In the 1950s the Turin Motor Show – the Salone dell’automobile di Torino – was an exceptional event. In a wonderful arched exhibition hall designed by Pier Luigi Nervi, the north Italian design houses vied to demonstrate their imagination and technical ability to the world’s carmakers with some of the most fabulous styling exercises ever created.
Franco Scaglione (1916–93) arrived at Bertone from the aircraft industry in 1951, after a short, unsuccessful relationship with Pininfarina, and began to apply his aerodynamic ideas to experimental cars. His BAT 5 (for Berlinetta Aerodinamica Tecnica) was the sensation of the 1953 Turin show, but it was more than a sensational catch-penny glamour exercise – it had 38 per cent less drag than the ‘donor’ car, meaning that a 50 per cent larger engine would have been needed to give the standard Alfa Romeo the same performance. These aerodynamic ideas certainly percolated through to Alfa Romeo competition and road cars.
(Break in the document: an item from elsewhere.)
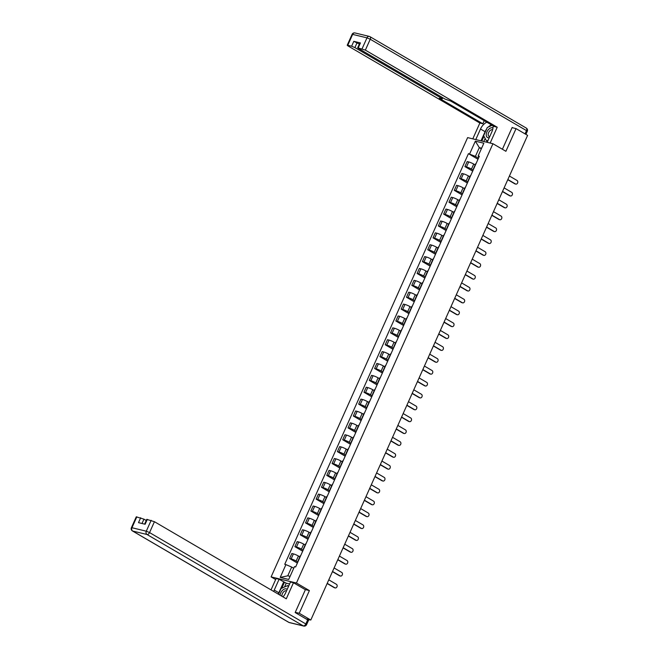 <?xml version="1.0" encoding="UTF-8"?>
<svg xmlns="http://www.w3.org/2000/svg" width="659" height="659" viewBox="0 0 659 659"><rect width="100%" height="100%" fill="white"/><g stroke="black" fill="none" stroke-linecap="round" stroke-linejoin="round"><path stroke-width="0.99" d="M275.651 579.549L271.113 576.897L296.443 583.017L492.94 143.72L505.898 151.298L516.046 128.612L527.604 135.367L310.801 620.037L299.244 613.274L309.392 590.588L296.443 583.017M492.94 143.72L467.618 137.607L271.113 576.897M308.445 620.473L308.371 619.452M310.801 620.037L306.32 618.958L308.124 620.004M295.265 612.318L299.244 613.274M516.046 128.612L512.068 127.648M475.155 164.907L473.714 164.066A3.88 0.552 -155.9 0 0 468.714 161.941L467.173 161.57L464.924 166.595L466.465 166.966A3.88 0.552 24.1 0 1 471.465 169.091L473.154 170.08M475.996 163.729A3.88 0.552 -155.9 0 0 475.65 163.803L473.401 168.828A3.88 0.552 24.1 0 1 473.747 168.753M472.684 171.134L464.924 166.595M469.842 176.785L468.401 175.945A3.88 0.552 -155.9 0 0 463.401 173.819L461.86 173.441L459.611 178.465L461.152 178.844A3.88 0.552 24.1 0 1 466.152 180.97L467.841 181.958M470.683 175.607A3.88 0.552 -155.9 0 0 470.337 175.681L468.088 180.706A3.88 0.552 24.1 0 1 468.434 180.632M467.371 183.013L459.611 178.465M464.529 188.663L463.088 187.823A3.88 0.552 -155.9 0 0 458.087 185.698L456.547 185.319L454.298 190.344L455.839 190.723A3.88 0.552 24.1 0 1 460.847 192.848L462.536 193.828M465.369 187.486A3.88 0.552 -155.9 0 0 465.023 187.56L462.775 192.585A3.88 0.552 24.1 0 1 463.12 192.51M462.058 194.883L454.298 190.344M459.216 200.542L457.774 199.693A3.88 0.552 -155.9 0 0 452.774 197.568L451.234 197.198L448.985 202.222L450.525 202.593A3.88 0.552 24.1 0 1 455.534 204.718L457.222 205.707M460.056 199.364A3.88 0.552 -155.9 0 0 459.71 199.438L457.461 204.463A3.88 0.552 24.1 0 1 457.807 204.389M456.745 206.761L448.985 202.222M453.903 212.412L452.461 211.572A3.88 0.552 -155.9 0 0 447.461 209.447L445.921 209.076L443.672 214.101L445.212 214.472A3.88 0.552 24.1 0 1 450.221 216.597L451.909 217.585M454.743 211.242A3.88 0.552 -155.9 0 0 454.397 211.308L452.148 216.333A3.88 0.552 24.1 0 1 452.494 216.267M451.431 218.64L443.672 214.101M448.59 224.291L447.156 223.45A3.88 0.552 -155.9 0 0 442.148 221.325L440.607 220.954L438.359 225.979L439.899 226.35A3.88 0.552 24.1 0 1 444.907 228.475L446.596 229.464M449.43 223.113A3.88 0.552 -155.9 0 0 449.084 223.187L446.835 228.212A3.88 0.552 24.1 0 1 447.181 228.138M446.118 230.518L438.359 225.979M443.276 236.169L441.843 235.329A3.88 0.552 -155.9 0 0 436.835 233.204L435.294 232.825L433.045 237.85L434.586 238.228A3.88 0.552 24.1 0 1 439.594 240.354L441.283 241.342M444.117 234.991A3.88 0.552 -155.9 0 0 443.771 235.065L441.522 240.09A3.88 0.552 24.1 0 1 441.868 240.016M440.805 242.397L433.045 237.85M437.963 248.048L436.53 247.207A3.88 0.552 -155.9 0 0 431.521 245.082L429.981 244.703L427.732 249.728L429.281 250.107A3.88 0.552 24.1 0 1 434.281 252.232L435.97 253.213M438.803 246.87A3.88 0.552 -155.9 0 0 438.457 246.944L436.209 251.969A3.88 0.552 24.1 0 1 436.563 251.895M435.492 254.267L427.732 249.728M432.65 259.926L431.217 259.078A3.88 0.552 -155.9 0 0 426.208 256.952L424.668 256.582L422.419 261.607L423.968 261.977A3.88 0.552 24.1 0 1 428.968 264.102L430.656 265.091M433.49 258.748A3.88 0.552 -155.9 0 0 433.144 258.822L430.895 263.847A3.88 0.552 24.1 0 1 431.25 263.773M430.187 266.145L422.419 261.607M427.337 271.796L425.903 270.956A3.88 0.552 -155.9 0 0 420.903 268.831L419.355 268.46L417.106 273.485L418.654 273.856A3.88 0.552 24.1 0 1 423.655 275.981L425.343 276.969M428.177 270.627A3.88 0.552 -155.9 0 0 427.831 270.692L425.582 275.717A3.88 0.552 24.1 0 1 425.936 275.651M424.874 278.024L417.106 273.485M422.024 283.675L420.59 282.835A3.88 0.552 -155.9 0 0 415.59 280.709L414.041 280.339L411.793 285.363L413.341 285.734A3.88 0.552 24.1 0 1 418.341 287.859L420.03 288.848M422.872 282.497A3.88 0.552 -155.9 0 0 422.518 282.571L420.269 287.596A3.88 0.552 24.1 0 1 420.623 287.522M419.561 289.902L411.793 285.363M416.719 295.553L415.277 294.713A3.88 0.552 -155.9 0 0 410.277 292.588L408.728 292.217L406.479 297.242L408.028 297.613A3.88 0.552 24.1 0 1 413.028 299.738L414.717 300.726M417.559 294.375A3.88 0.552 -155.9 0 0 417.205 294.449L414.964 299.474A3.88 0.552 24.1 0 1 415.31 299.4M414.247 301.781L406.479 297.242M411.405 307.432L409.964 306.592A3.88 0.552 -155.9 0 0 404.964 304.466L403.415 304.087L401.166 309.112L402.715 309.491A3.88 0.552 24.1 0 1 407.715 311.616L409.404 312.597M412.246 306.254A3.88 0.552 -155.9 0 0 411.891 306.328L409.651 311.353A3.88 0.552 24.1 0 1 409.997 311.279M408.934 313.651L401.166 309.112M406.092 319.31L404.651 318.462A3.88 0.552 -155.9 0 0 399.651 316.336L398.102 315.966L395.853 320.991L397.402 321.361A3.88 0.552 24.1 0 1 402.402 323.487L404.091 324.475M406.933 318.132A3.88 0.552 -155.9 0 0 406.587 318.206L404.338 323.231A3.88 0.552 24.1 0 1 404.684 323.157M403.621 325.53L395.853 320.991M400.779 331.18L399.338 330.34A3.88 0.552 -155.9 0 0 394.337 328.215L392.789 327.844L390.54 332.869L392.089 333.24A3.88 0.552 24.1 0 1 397.089 335.365L398.777 336.354M401.619 330.011A3.88 0.552 -155.9 0 0 401.273 330.077L399.024 335.101A3.88 0.552 24.1 0 1 399.37 335.036M398.308 337.408L390.54 332.869M395.466 343.059L394.024 342.219A3.88 0.552 -155.9 0 0 389.024 340.093L387.476 339.723L385.227 344.748L386.775 345.118A3.88 0.552 24.1 0 1 391.776 347.244L393.464 348.232M396.306 341.881A3.88 0.552 -155.9 0 0 395.96 341.955L393.711 346.98A3.88 0.552 24.1 0 1 394.057 346.906M392.995 349.286L385.227 344.748M390.153 354.937L388.711 354.097A3.88 0.552 -155.9 0 0 383.711 351.972L382.162 351.601L379.913 356.626L381.462 356.997A3.88 0.552 24.1 0 1 386.462 359.122L388.151 360.111M390.993 353.759A3.88 0.552 -155.9 0 0 390.647 353.834L388.398 358.858A3.88 0.552 24.1 0 1 388.744 358.784M387.681 361.165L379.913 356.626M384.84 366.816L383.398 365.976A3.88 0.552 -155.9 0 0 378.398 363.85L376.849 363.471L374.609 368.496L376.149 368.875A3.88 0.552 24.1 0 1 381.149 371.001L382.838 371.981M385.68 365.638A3.88 0.552 -155.9 0 0 385.334 365.712L383.085 370.737A3.88 0.552 24.1 0 1 383.431 370.663M382.368 373.035L374.609 368.496M379.526 378.694L378.085 377.846A3.88 0.552 -155.9 0 0 373.085 375.721L371.536 375.35L369.295 380.375L370.836 380.745A3.88 0.552 24.1 0 1 375.836 382.871L377.525 383.859M380.367 377.516A3.88 0.552 -155.9 0 0 380.021 377.591L377.772 382.615A3.88 0.552 24.1 0 1 378.118 382.541M377.055 384.914L369.295 380.375M374.213 390.565L372.772 389.724A3.88 0.552 -155.9 0 0 367.771 387.599L366.223 387.228L363.982 392.253L365.523 392.624A3.88 0.552 24.1 0 1 370.523 394.749L372.211 395.738M375.053 389.395A3.88 0.552 -155.9 0 0 374.707 389.461L372.459 394.486A3.88 0.552 24.1 0 1 372.805 394.42M371.742 396.792L363.982 392.253M368.9 402.443L367.458 401.603A3.88 0.552 -155.9 0 0 362.458 399.478L360.918 399.107L358.669 404.132L360.209 404.502A3.88 0.552 24.1 0 1 365.21 406.628L366.898 407.616M369.74 401.265A3.88 0.552 -155.9 0 0 369.394 401.339L367.145 406.364A3.88 0.552 24.1 0 1 367.491 406.29M366.429 408.671L358.669 404.132M363.587 414.322L362.145 413.481A3.88 0.552 -155.9 0 0 357.145 411.356L355.605 410.985L353.356 416.01L354.896 416.381A3.88 0.552 24.1 0 1 359.896 418.506L361.585 419.495M364.427 413.144A3.88 0.552 -155.9 0 0 364.081 413.218L361.832 418.243A3.88 0.552 24.1 0 1 362.178 418.168M361.116 420.549L353.356 416.01M358.274 426.2L356.832 425.36A3.88 0.552 -155.9 0 0 351.832 423.235L350.291 422.856L348.043 427.88L349.583 428.259A3.88 0.552 24.1 0 1 354.591 430.385L356.272 431.373M359.114 425.022A3.88 0.552 -155.9 0 0 358.768 425.096L356.519 430.121A3.88 0.552 24.1 0 1 356.865 430.047M355.802 432.428L348.043 427.88M352.96 438.078L351.519 437.23A3.88 0.552 -155.9 0 0 346.519 435.105L344.978 434.734L342.729 439.759L344.27 440.13A3.88 0.552 24.1 0 1 349.278 442.255L350.967 443.243M353.801 436.901A3.88 0.552 -155.9 0 0 353.455 436.975L351.206 442A3.88 0.552 24.1 0 1 351.552 441.925M350.489 444.298L342.729 439.759M347.647 449.949L346.206 449.109A3.88 0.552 -155.9 0 0 341.205 446.983L339.665 446.613L337.416 451.637L338.957 452.008A3.88 0.552 24.1 0 1 343.965 454.133L345.654 455.122M348.487 448.779A3.88 0.552 -155.9 0 0 348.141 448.845L345.893 453.87A3.88 0.552 24.1 0 1 346.239 453.804M345.176 456.176L337.416 451.637M342.334 461.827L340.901 460.987A3.88 0.552 -155.9 0 0 335.892 458.862L334.352 458.491L332.103 463.516L333.643 463.887A3.88 0.552 24.1 0 1 338.652 466.012L340.341 467M343.174 460.649A3.88 0.552 -155.9 0 0 342.828 460.723L340.579 465.748A3.88 0.552 24.1 0 1 340.925 465.674M339.863 468.055L332.103 463.516M337.021 473.706L335.588 472.865A3.88 0.552 -155.9 0 0 330.579 470.74L329.039 470.369L326.79 475.394L328.33 475.765A3.88 0.552 24.1 0 1 333.339 477.89L335.027 478.879M337.861 472.528A3.88 0.552 -155.9 0 0 337.515 472.602L335.266 477.627A3.88 0.552 24.1 0 1 335.612 477.553M334.55 479.933L326.79 475.394M331.708 485.584L330.274 484.744A3.88 0.552 -155.9 0 0 325.266 482.619L323.726 482.24L321.477 487.265L323.025 487.644A3.88 0.552 24.1 0 1 328.025 489.769L329.714 490.757M332.548 484.406A3.88 0.552 -155.9 0 0 332.202 484.48L329.953 489.505A3.88 0.552 24.1 0 1 330.307 489.431M329.236 491.812L321.477 487.265M326.394 497.463L324.961 496.614A3.88 0.552 -155.9 0 0 319.953 494.489L318.412 494.118L316.163 499.143L317.712 499.514A3.88 0.552 24.1 0 1 322.712 501.639L324.401 502.628M327.235 496.285A3.88 0.552 -155.9 0 0 326.889 496.359L324.64 501.384A3.88 0.552 24.1 0 1 324.994 501.31M323.931 503.682L316.163 499.143M321.081 509.333L319.648 508.493A3.88 0.552 -155.9 0 0 314.648 506.367L313.099 505.997L310.85 511.022L312.399 511.392A3.88 0.552 24.1 0 1 317.399 513.518L319.088 514.506M321.921 508.163A3.88 0.552 -155.9 0 0 321.576 508.237L319.327 513.262A3.88 0.552 24.1 0 1 319.681 513.188M318.618 515.56L310.85 511.022M315.768 521.211L314.335 520.371A3.88 0.552 -155.9 0 0 309.335 518.246L307.786 517.875L305.537 522.9L307.086 523.271A3.88 0.552 24.1 0 1 312.086 525.396L313.775 526.384M316.617 520.033A3.88 0.552 -155.9 0 0 316.262 520.108L314.013 525.132A3.88 0.552 24.1 0 1 314.368 525.058M313.305 527.439L305.537 522.9M310.463 533.09L309.022 532.25A3.88 0.552 -155.9 0 0 304.021 530.124L302.473 529.754L300.224 534.779L301.773 535.149A3.88 0.552 24.1 0 1 306.773 537.274L308.461 538.263M311.303 531.912A3.88 0.552 -155.9 0 0 310.949 531.986L308.709 537.011A3.88 0.552 24.1 0 1 309.055 536.937M307.992 539.317L300.224 534.779M305.15 544.968L303.708 544.128A3.88 0.552 -155.9 0 0 298.708 542.003L297.16 541.624L294.911 546.649L296.459 547.028A3.88 0.552 24.1 0 1 301.46 549.153L303.148 550.141M305.99 543.79A3.88 0.552 -155.9 0 0 305.636 543.864L303.395 548.889A3.88 0.552 24.1 0 1 303.741 548.815M302.679 551.196L294.911 546.649M299.837 556.847L298.395 556.007A3.88 0.552 -155.9 0 0 293.395 553.881L291.846 553.502L289.598 558.527L291.146 558.906A3.88 0.552 24.1 0 1 296.146 561.023L297.835 562.012M300.677 555.669A3.88 0.552 -155.9 0 0 300.331 555.743L298.082 560.768A3.88 0.552 24.1 0 1 298.428 560.694M297.366 563.066L289.598 558.527M481.342 148.835L479.307 147.641L475.386 156.397L478.467 158.201M478.854 157.344L478.137 156.002L483.854 143.217L475.345 141.158L479.307 147.641L481.622 148.201M293.725 568.256L291.69 567.061L287.769 575.818L280.207 577.408L288.716 579.459L294.433 566.674L295.627 566.954L479.324 156.29L478.137 156.002M280.207 577.408L285.924 564.615L291.69 567.061M475.386 156.397L468.434 153.662L284.737 564.326L285.924 564.615M469.62 153.951L475.345 141.158M305.142 589.558L309.392 590.588M287.769 575.818L290.092 576.378M477.997 159.256L468.434 153.662M507.858 179.528L515.47 183.976A1.936 1.524 103.6 0 0 515.799 184.108L515.14 183.952A1.936 1.524 -76.4 0 1 514.811 183.82L507.776 179.701M515.799 184.108A1.936 1.524 103.6 0 0 517.669 182.798A1.936 1.524 103.6 0 0 517.035 180.475L509.423 176.027M502.545 191.398L510.157 195.855A1.936 1.524 103.6 0 0 510.486 195.987L509.827 195.83A1.936 1.524 -76.4 0 1 509.498 195.698L502.463 191.58M510.486 195.987A1.936 1.524 103.6 0 0 512.356 194.677A1.936 1.524 103.6 0 0 511.722 192.354L504.11 187.897M497.232 203.277L504.843 207.733A1.936 1.524 103.6 0 0 505.173 207.865L504.514 207.709A1.936 1.524 -76.4 0 1 504.184 207.577L497.15 203.458M505.173 207.865A1.936 1.524 103.6 0 0 507.043 206.555A1.936 1.524 103.6 0 0 506.409 204.232L498.797 199.776M475.773 139.576L480.502 129.016A9.481 5.709 -59.7 0 1 486.869 122.195M487.174 142.328L491.894 131.767A9.481 5.709 -59.7 0 0 493.006 125.787M490.156 143.052L497.232 127.236L494.242 126.512L450.674 101.033L445.031 99.072L358.48 48.461L357.689 47.794L359.872 42.926L360.44 42.934L353.801 41.336L359.361 44.062M484.233 120.655L482.849 123.76L479.859 123.035L347.993 45.924L347.211 45.265L347.771 45.273L351.626 46.204L353.801 41.336M472.783 138.851L479.859 123.035M497.232 127.236L365.366 50.125L357.689 47.794M357.063 42.72L354.888 47.588L441.439 98.207L442.23 98.866L439.281 98.282L482.849 123.76M354.888 47.588L351.626 46.204M512.908 127.854L512.175 127.418L502.405 149.255M480.996 140.837L485.09 131.693L480.502 129.016M491.457 124.88A9.481 5.709 -59.7 0 0 488.335 127.014M486.614 129.024A9.481 5.709 -59.7 0 0 485.09 131.693M483.945 136.265L481.811 141.034M485.156 138.464L483.797 141.512M283.008 596.889A9.481 5.709 -59.7 0 0 285.652 592.828L290.487 582.021L293.477 582.737L286.286 598.809L154.428 521.697L149.552 532.579L305.817 623.958L307.654 619.847L295.166 612.549L305.381 589.706L293.477 582.737M278.304 594.138A9.481 5.709 -59.7 0 1 278.839 592.762L274.251 590.077A9.481 5.709 -59.7 0 0 273.716 591.452M274.251 590.077L279.087 579.269L276.105 578.544L271.03 589.879M289.606 583.981L286.228 583.166L279.087 579.269M146.24 520.511L143.942 519.16L141.998 523.493M136.825 516.845L131.957 527.735L131.396 527.719L136.265 516.837L143.942 519.16M144.618 524.127L146.751 519.366L154.428 521.697M140.68 517.776L138.497 522.653L145.137 524.251L147.311 519.383M307.654 619.847L308.445 620.514L306.608 624.625L305.817 623.958A2.529 1.524 120.3 0 1 303.272 625.877L147.015 534.498L132.681 531.039L288.939 622.417L303.272 625.877A2.529 1.985 -76.4 0 0 303.7 626.05A2.529 2.529 0 0 0 306.608 624.625M278.839 592.762L283.683 581.955M284.49 582.144L281.772 588.223M286.228 583.166L284.523 586.98M492.981 128.011A5.478 3.295 -59.7 0 0 492.421 127.78A5.478 3.295 -59.7 0 0 486.91 131.94A5.478 3.295 -59.7 0 0 487.989 137.682A5.478 3.295 -59.7 0 0 489.258 137.649M492.611 129.815A3.748 2.257 -59.7 0 0 492.405 129.749A3.748 2.257 -59.7 0 0 488.78 132.286A3.748 2.257 -59.7 0 0 489.003 136.372A3.748 2.257 -59.7 0 0 489.373 136.52A3.748 2.257 -59.7 0 0 489.744 136.57M488.105 140.243L486.531 140.952L483.632 135.696L487.306 127.475L492.158 125.292M487.528 141.537L486.531 140.952M287.176 589.426A5.478 3.295 -59.7 0 0 286.171 588.849A5.478 3.295 -59.7 0 0 280.042 595.151M286.5 590.942A3.748 2.257 -59.7 0 0 286.163 590.81A3.748 2.257 -59.7 0 0 283.106 592.449A3.748 2.257 -59.7 0 0 282.003 596.296M278.51 594.253L281.063 588.545L287.637 585.579L288.329 586.839M288.634 586.164L287.637 585.579M491.919 215.155L499.53 219.612A1.936 1.524 103.6 0 0 499.86 219.744L499.201 219.587A1.936 1.524 -76.4 0 1 498.871 219.447L491.836 215.336M499.86 219.744A1.936 1.524 103.6 0 0 501.73 218.434A1.936 1.524 103.6 0 0 501.095 216.111L493.484 211.654M486.606 227.034L494.217 231.49A1.936 1.524 103.6 0 0 494.547 231.622L493.888 231.457A1.936 1.524 -76.4 0 1 493.558 231.325L486.523 227.215M494.547 231.622A1.936 1.524 103.6 0 0 496.425 230.312A1.936 1.524 103.6 0 0 495.79 227.981L488.171 223.533M481.292 238.912L488.904 243.36A1.936 1.524 103.6 0 0 489.233 243.492L488.574 243.336A1.936 1.524 -76.4 0 1 488.245 243.204L481.21 239.085M489.233 243.492A1.936 1.524 103.6 0 0 491.112 242.183A1.936 1.524 103.6 0 0 490.477 239.86L482.858 235.411M475.979 250.782L483.591 255.239A1.936 1.524 103.6 0 0 483.92 255.371L483.261 255.214A1.936 1.524 -76.4 0 1 482.94 255.082L475.897 250.964M483.92 255.371A1.936 1.524 103.6 0 0 485.798 254.061A1.936 1.524 103.6 0 0 485.164 251.738L477.544 247.282M470.666 262.661L478.277 267.117A1.936 1.524 103.6 0 0 478.607 267.249L477.948 267.093A1.936 1.524 -76.4 0 1 477.627 266.961L470.584 262.842M478.607 267.249A1.936 1.524 103.6 0 0 480.485 265.939A1.936 1.524 103.6 0 0 479.851 263.616L472.231 259.16M465.353 274.539L472.973 278.996A1.936 1.524 103.6 0 0 473.294 279.128L472.635 278.971A1.936 1.524 -76.4 0 1 472.314 278.831L465.27 274.721M473.294 279.128A1.936 1.524 103.6 0 0 475.172 277.818A1.936 1.524 103.6 0 0 474.538 275.495L466.918 271.038M460.04 286.418L467.659 290.874A1.936 1.524 103.6 0 0 467.981 291.006L467.33 290.841A1.936 1.524 -76.4 0 1 467 290.71L459.957 286.599M467.981 291.006A1.936 1.524 103.6 0 0 469.859 289.696A1.936 1.524 103.6 0 0 469.224 287.365L461.605 282.917M454.726 298.296L462.346 302.745A1.936 1.524 103.6 0 0 462.676 302.876L462.017 302.72A1.936 1.524 -76.4 0 1 461.687 302.588L454.644 298.469M462.676 302.876A1.936 1.524 103.6 0 0 464.546 301.567A1.936 1.524 103.6 0 0 463.911 299.244L456.292 294.795M449.413 310.175L457.033 314.623A1.936 1.524 103.6 0 0 457.362 314.755L456.703 314.598A1.936 1.524 -76.4 0 1 456.374 314.467L449.331 310.348M457.362 314.755A1.936 1.524 103.6 0 0 459.232 313.445A1.936 1.524 103.6 0 0 458.598 311.122L450.978 306.666M444.1 322.045L451.72 326.502A1.936 1.524 103.6 0 0 452.049 326.633L451.39 326.477A1.936 1.524 -76.4 0 1 451.061 326.345L444.018 322.226M452.049 326.633A1.936 1.524 103.6 0 0 453.919 325.324A1.936 1.524 103.6 0 0 453.285 323.001L445.665 318.544M438.787 333.924L446.407 338.38A1.936 1.524 103.6 0 0 446.736 338.512L446.077 338.355A1.936 1.524 -76.4 0 1 445.748 338.215L438.713 334.105M446.736 338.512A1.936 1.524 103.6 0 0 448.606 337.202A1.936 1.524 103.6 0 0 447.972 334.879L440.352 330.423M433.474 345.802L441.093 350.258A1.936 1.524 103.6 0 0 441.423 350.39L440.764 350.226A1.936 1.524 -76.4 0 1 440.434 350.094L433.4 345.983M441.423 350.39A1.936 1.524 103.6 0 0 443.293 349.081A1.936 1.524 103.6 0 0 442.659 346.749L435.039 342.301M428.161 357.68L435.78 362.129A1.936 1.524 103.6 0 0 436.11 362.261L435.451 362.104A1.936 1.524 -76.4 0 1 435.121 361.972L428.086 357.853M436.11 362.261A1.936 1.524 103.6 0 0 437.98 360.951A1.936 1.524 103.6 0 0 437.345 358.628L429.734 354.18M422.847 369.559L430.467 374.007A1.936 1.524 103.6 0 0 430.797 374.139L430.138 373.983A1.936 1.524 -76.4 0 1 429.808 373.851L422.773 369.732M430.797 374.139A1.936 1.524 103.6 0 0 432.666 372.829A1.936 1.524 103.6 0 0 432.032 370.506L424.421 366.05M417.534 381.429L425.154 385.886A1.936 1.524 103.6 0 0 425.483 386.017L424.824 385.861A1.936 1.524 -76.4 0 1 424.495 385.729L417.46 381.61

Scaglione was followed at Bertone first by Giorgetto Giugiaro (1938–) and then by Marcello Gandini (1938–). These three outstanding designers made Bertone, for a while, the centre of maximum imagination for the development of the postwar car, and their selection is a tribute to the judgment of proprietor Giuseppe ‘Nuccio’ Bertone (1914–97).
Franco Scaglione’s BAT series is a supple and fluid response to an imagined modernity that exposes the crudity of the allusions in the LeSabre (see page 44). The BAT series also speaks of the peerless skill of Torinese craftsmen in hand-forming and welding sheet aluminium.